# AmbitionBox: Comprehensive EDA Master Notebook

This notebook consolidates all exploratory data analysis steps for the AmbitionBox 10k Companies dataset.

### Structure:
1. **Univariate Analysis**: Individual feature distributions.
2. **Bivariate Analysis**: Relationships and correlations.
3. **Deep Dive & Hidden Insights**: Non-obvious patterns and strategic findings.

In [None]:
import pandas as pd
import numpy as np
import matplotlib.pyplot as plt
import seaborn as sns
import warnings

warnings.filterwarnings('ignore')
sns.set(style="whitegrid")

# Load Data
df = pd.read_csv('ambitionbox_cleaned.csv')
print(f"Dataset Loaded: {df.shape[0]} companies, {df.shape[1]} features.")

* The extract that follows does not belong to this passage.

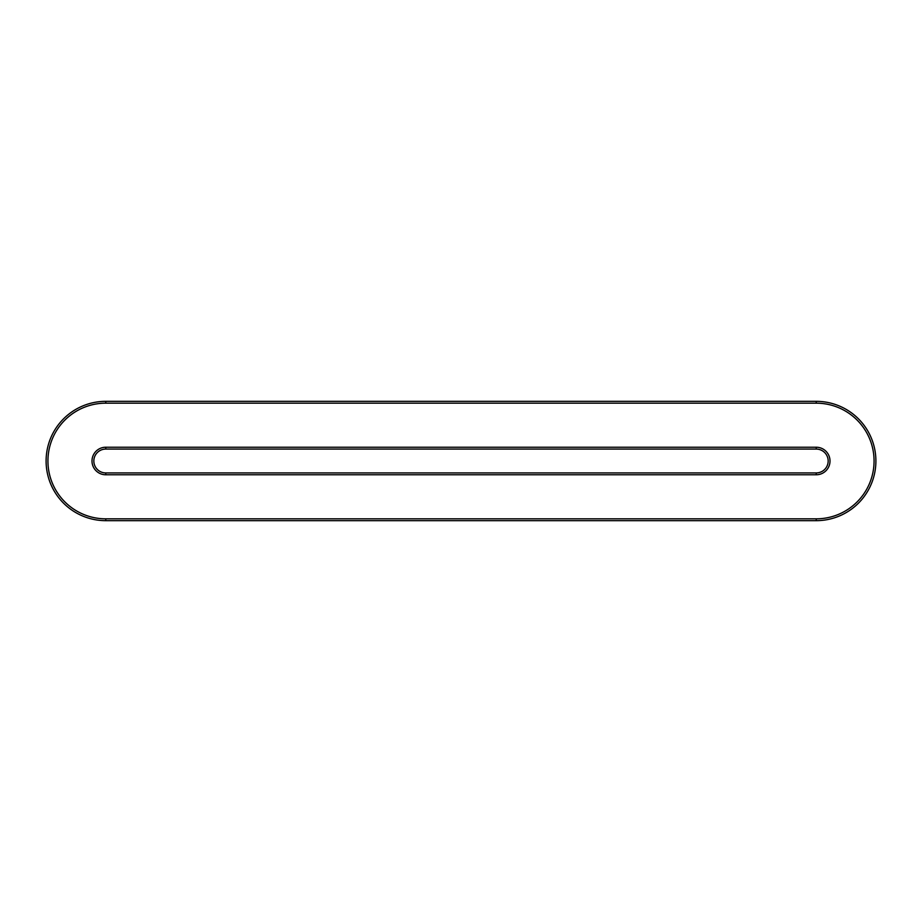<?xml version="1.0" encoding="UTF-8"?>
<svg xmlns="http://www.w3.org/2000/svg" width="922" height="922" viewBox="0 0 922 922"><rect width="100%" height="100%" fill="white"/><g stroke="black" fill="none" stroke-linecap="round" stroke-linejoin="round"><path stroke-width="1.38" d="M816.235 520.665L816.235 518.832L105.765 518.832L105.765 520.665A59.665 59.665 0 0 1 46.1 461A59.665 59.665 0 0 1 105.765 401.335L816.235 401.335A59.665 59.665 0 0 1 875.9 461A59.665 59.665 0 0 1 816.235 520.665L105.765 520.665A59.665 59.665 0 0 1 46.1 461A59.665 59.665 0 0 1 105.765 401.335L105.765 403.168L816.235 403.168L816.235 401.335M105.765 474.772L105.765 472.928A11.928 11.928 0 0 1 93.837 461A11.928 11.928 0 0 1 105.765 449.072L816.235 449.072A11.928 11.928 0 0 1 828.163 461A11.928 11.928 0 0 1 816.235 472.928L105.765 472.928A11.928 11.928 0 0 1 93.837 461A11.928 11.928 0 0 1 105.765 449.072A11.928 11.928 0 0 0 93.837 461A11.928 11.928 0 0 0 105.765 472.928A11.928 11.928 0 0 1 93.837 461A11.928 11.928 0 0 1 105.765 449.072L105.765 447.228L816.235 447.228A13.772 13.772 0 0 1 830.007 461A13.772 13.772 0 0 1 816.235 474.772L105.765 474.772A13.772 13.772 0 0 1 91.993 461A13.772 13.772 0 0 1 105.765 447.228M816.235 403.168A57.832 57.832 0 0 1 874.068 461A57.832 57.832 0 0 1 816.235 518.832M105.765 518.832A57.832 57.832 0 0 1 47.932 461A57.832 57.832 0 0 1 105.765 403.168M816.235 449.072L816.235 447.228M816.235 472.928L816.235 474.772"/></g></svg>

## Part 1: Univariate Analysis
Understanding the distribution of core metrics.

In [None]:
plt.figure(figsize=(10, 5))
sns.histplot(df['ratings'], bins=20, kde=True, color='royalblue')
plt.title('Distribution of Employee Ratings')
plt.show()

In [None]:
plt.figure(figsize=(12, 6))
df['industry'].value_counts().head(10).plot(kind='barh', color='seagreen')
plt.title('Top 10 Industries by Company Volume')
plt.show()

## Part 2: Bivariate Analysis
Exploring connections between metrics.

In [None]:
plt.figure(figsize=(10, 8))
numeric_df = df.select_dtypes(include=[np.number])
sns.heatmap(numeric_df.corr(), annot=True, cmap='mako', fmt='.2f')
plt.title('Correlation Matrix of Company Metrics')
plt.show()

In [None]:
top_industries = df['industry'].value_counts().head(15).index
plt.figure(figsize=(12, 6))
sns.barplot(data=df[df['industry'].isin(top_industries)], x='industry', y='ratings', palette='viridis')
plt.xticks(rotation=45, ha='right')
plt.title('Sentiment Contrast Across Top 15 Industries')
plt.ylim(3, 5)
plt.show()

## Part 3: Deep Dive & Hidden Insights
Strategic findings for decision support.

In [None]:
# Hidden Gems: High Rating, Lower Maturity (Medium Visibility)
hidden_gems = df[(df['ratings'] >= 4.2) & (df['reviews'] < 1000) & (df['reviews'] > 50)]
print(f"Statistical Insight: Found {len(hidden_gems)} Hidden Gem companies.")
hidden_gems[['name', 'industry', 'ratings', 'reviews']].sort_values('ratings', ascending=False).head(10)

In [None]:
# Scaling Paradox: Performance based on geographic footprint
df['location_scale'] = pd.cut(df['more_locations'], bins=[-1, 0, 10, 50, 200, 10000], 
                              labels=['Single', 'Small (1-10)', 'Medium (11-50)', 'Large (51-200)', 'Enterprise (200+)'])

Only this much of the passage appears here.